Stored dataset items
--- START ---
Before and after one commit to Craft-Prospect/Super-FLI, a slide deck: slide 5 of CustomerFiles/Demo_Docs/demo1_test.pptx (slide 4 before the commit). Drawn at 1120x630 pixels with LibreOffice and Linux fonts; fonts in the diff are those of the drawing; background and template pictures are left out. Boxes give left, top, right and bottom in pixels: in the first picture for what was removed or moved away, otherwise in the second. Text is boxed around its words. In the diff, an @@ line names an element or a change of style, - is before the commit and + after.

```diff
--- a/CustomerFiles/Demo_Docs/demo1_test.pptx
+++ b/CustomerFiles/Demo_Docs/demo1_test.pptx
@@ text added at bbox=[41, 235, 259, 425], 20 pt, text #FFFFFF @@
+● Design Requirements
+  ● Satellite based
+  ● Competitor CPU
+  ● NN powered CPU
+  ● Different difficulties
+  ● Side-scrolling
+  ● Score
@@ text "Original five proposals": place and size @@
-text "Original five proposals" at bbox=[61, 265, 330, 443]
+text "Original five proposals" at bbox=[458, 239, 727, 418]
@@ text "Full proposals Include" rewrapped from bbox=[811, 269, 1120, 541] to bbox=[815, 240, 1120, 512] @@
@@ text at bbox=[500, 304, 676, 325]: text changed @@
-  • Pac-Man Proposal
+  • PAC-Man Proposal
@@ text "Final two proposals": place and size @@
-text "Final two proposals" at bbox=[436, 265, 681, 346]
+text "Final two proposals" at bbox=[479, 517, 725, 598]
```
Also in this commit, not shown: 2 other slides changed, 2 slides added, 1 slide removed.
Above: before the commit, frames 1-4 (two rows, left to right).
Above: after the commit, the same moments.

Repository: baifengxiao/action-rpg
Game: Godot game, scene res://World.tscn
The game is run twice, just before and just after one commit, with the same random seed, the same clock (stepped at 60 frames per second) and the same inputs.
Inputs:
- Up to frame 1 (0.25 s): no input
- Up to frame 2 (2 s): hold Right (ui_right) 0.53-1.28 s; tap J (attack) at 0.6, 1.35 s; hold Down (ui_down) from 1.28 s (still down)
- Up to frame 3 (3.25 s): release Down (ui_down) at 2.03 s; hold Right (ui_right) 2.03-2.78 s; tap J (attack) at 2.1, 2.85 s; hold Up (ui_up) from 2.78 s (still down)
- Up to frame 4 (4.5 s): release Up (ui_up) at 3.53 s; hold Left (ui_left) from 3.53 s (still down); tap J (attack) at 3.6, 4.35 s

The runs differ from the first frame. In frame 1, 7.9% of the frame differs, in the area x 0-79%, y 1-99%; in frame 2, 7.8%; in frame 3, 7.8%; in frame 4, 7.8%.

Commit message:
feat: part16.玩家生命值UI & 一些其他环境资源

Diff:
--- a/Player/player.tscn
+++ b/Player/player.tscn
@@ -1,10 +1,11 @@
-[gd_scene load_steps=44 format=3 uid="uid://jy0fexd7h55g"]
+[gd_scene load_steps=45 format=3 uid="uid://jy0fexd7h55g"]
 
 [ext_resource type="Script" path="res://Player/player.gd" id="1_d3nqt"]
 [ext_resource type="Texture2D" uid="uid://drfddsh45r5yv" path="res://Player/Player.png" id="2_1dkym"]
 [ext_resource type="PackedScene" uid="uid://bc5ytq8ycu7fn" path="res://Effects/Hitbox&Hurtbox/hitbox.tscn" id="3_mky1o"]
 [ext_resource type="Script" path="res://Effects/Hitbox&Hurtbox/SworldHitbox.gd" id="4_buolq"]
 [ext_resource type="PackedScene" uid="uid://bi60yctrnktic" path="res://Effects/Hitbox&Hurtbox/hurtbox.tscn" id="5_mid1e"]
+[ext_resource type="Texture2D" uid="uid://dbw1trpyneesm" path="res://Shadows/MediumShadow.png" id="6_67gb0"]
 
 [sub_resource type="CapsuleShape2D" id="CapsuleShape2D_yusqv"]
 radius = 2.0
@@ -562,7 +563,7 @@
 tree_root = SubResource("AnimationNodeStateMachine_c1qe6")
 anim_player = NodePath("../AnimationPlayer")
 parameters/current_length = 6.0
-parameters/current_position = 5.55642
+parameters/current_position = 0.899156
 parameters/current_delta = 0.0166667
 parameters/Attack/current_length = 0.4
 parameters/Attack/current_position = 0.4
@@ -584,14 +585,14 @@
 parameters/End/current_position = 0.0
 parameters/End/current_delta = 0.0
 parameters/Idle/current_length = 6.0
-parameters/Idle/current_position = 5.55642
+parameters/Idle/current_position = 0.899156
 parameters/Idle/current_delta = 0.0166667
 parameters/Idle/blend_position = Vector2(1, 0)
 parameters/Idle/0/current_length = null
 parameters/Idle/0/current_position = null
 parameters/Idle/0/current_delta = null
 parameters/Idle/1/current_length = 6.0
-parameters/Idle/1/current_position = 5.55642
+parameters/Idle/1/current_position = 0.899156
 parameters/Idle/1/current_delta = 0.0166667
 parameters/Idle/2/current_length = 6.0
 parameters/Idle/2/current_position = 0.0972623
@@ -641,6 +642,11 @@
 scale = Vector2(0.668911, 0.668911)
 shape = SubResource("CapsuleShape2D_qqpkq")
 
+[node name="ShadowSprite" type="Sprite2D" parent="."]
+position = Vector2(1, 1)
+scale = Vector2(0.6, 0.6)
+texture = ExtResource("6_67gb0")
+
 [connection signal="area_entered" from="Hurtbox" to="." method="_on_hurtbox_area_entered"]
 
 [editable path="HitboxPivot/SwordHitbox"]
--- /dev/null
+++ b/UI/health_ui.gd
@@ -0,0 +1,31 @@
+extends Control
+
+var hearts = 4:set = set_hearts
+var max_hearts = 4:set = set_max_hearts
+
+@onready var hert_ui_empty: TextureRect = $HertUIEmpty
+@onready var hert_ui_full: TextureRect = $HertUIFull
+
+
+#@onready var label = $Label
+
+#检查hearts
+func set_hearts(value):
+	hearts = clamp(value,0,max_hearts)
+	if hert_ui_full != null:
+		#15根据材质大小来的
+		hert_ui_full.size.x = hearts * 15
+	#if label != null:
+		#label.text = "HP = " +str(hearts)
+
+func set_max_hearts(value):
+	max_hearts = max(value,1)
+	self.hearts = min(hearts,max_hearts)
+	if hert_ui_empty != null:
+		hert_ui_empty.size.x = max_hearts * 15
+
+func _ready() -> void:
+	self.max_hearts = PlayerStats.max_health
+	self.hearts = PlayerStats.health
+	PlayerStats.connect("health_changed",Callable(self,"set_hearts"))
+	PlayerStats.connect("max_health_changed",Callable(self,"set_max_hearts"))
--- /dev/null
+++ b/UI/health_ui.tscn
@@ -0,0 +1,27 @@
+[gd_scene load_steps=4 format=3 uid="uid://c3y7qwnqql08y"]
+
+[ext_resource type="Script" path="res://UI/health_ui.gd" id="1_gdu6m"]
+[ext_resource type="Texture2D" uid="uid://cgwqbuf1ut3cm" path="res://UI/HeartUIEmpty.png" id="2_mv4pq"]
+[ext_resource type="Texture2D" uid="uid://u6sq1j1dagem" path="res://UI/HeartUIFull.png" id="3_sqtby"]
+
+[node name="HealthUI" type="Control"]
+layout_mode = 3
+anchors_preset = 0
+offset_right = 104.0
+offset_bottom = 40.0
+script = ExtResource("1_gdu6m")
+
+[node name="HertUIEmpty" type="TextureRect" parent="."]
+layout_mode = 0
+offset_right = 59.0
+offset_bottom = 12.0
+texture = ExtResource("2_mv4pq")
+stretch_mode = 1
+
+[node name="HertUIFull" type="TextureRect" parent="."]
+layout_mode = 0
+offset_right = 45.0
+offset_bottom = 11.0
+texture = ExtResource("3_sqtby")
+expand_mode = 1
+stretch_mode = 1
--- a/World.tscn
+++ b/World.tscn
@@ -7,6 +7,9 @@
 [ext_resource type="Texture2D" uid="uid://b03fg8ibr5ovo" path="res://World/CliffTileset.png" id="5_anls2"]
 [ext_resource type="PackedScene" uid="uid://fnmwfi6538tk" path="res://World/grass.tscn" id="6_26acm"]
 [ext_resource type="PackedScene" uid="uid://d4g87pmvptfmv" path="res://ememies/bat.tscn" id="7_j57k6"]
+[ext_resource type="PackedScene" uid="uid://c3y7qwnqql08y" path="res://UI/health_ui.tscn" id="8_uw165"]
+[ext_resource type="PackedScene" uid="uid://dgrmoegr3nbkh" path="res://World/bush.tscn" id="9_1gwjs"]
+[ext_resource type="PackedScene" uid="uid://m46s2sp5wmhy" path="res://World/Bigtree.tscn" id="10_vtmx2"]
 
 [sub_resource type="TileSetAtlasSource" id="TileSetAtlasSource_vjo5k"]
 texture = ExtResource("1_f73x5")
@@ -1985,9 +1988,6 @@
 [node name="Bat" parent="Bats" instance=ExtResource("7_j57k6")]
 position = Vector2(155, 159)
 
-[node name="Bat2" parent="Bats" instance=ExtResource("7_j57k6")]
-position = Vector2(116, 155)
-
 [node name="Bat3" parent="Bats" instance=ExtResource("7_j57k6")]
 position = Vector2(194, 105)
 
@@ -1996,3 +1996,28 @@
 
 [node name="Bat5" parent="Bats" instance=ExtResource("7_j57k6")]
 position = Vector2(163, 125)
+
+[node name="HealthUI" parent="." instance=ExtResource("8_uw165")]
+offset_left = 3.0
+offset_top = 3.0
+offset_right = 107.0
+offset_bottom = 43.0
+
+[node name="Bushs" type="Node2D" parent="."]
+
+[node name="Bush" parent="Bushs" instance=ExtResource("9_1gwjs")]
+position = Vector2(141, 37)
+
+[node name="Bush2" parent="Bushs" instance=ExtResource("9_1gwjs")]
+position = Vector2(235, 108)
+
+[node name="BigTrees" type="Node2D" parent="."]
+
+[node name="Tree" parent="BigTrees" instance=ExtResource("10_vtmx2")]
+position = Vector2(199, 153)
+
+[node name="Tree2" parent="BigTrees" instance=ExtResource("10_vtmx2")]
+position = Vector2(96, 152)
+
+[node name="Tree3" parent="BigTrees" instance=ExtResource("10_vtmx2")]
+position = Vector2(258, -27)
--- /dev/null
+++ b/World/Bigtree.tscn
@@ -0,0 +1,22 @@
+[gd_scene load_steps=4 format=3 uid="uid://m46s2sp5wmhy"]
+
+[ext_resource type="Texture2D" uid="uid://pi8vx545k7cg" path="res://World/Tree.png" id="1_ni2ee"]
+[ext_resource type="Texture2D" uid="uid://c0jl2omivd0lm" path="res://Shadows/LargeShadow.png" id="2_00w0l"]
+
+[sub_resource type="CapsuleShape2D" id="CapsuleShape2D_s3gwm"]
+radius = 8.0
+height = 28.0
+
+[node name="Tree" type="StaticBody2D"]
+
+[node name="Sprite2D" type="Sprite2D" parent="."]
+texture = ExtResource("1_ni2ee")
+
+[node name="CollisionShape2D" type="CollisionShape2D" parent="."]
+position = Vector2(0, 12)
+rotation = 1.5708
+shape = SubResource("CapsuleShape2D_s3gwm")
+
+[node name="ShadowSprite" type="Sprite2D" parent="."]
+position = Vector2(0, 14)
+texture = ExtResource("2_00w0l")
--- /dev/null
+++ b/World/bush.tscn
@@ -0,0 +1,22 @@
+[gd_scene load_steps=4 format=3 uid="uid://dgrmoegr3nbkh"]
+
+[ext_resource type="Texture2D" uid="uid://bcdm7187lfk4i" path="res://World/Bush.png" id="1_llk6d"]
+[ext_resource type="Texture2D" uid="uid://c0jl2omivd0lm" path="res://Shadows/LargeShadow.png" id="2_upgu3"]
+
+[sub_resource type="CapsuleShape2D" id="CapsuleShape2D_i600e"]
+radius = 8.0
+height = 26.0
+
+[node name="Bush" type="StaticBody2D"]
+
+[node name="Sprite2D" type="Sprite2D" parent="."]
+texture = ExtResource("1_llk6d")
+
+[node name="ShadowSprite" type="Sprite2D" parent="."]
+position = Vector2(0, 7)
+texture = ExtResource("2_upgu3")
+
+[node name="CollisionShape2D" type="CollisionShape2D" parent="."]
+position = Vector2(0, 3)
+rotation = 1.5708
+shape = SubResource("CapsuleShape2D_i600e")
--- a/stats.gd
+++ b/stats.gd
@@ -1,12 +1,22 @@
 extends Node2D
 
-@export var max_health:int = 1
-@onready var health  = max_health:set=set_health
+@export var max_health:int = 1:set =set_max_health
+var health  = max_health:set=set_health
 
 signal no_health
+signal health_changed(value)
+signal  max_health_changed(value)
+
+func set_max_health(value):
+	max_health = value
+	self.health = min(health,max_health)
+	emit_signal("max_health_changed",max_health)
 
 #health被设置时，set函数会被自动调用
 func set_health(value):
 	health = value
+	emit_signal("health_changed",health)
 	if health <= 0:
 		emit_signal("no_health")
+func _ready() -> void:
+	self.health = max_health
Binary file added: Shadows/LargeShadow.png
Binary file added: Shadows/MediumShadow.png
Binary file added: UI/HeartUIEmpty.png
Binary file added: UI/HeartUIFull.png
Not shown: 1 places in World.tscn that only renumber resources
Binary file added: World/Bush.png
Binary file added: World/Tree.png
--- END ---
# WHAT THE TASK REQUIRES
For the word "HeartUIEmpty", find all matching lines in the entries above and copy them out.

# ANSWER TO THIS TASK
+[ext_resource type="Texture2D" uid="uid://cgwqbuf1ut3cm" path="res://UI/HeartUIEmpty.png" id="2_mv4pq"]
Binary file added: UI/HeartUIEmpty.png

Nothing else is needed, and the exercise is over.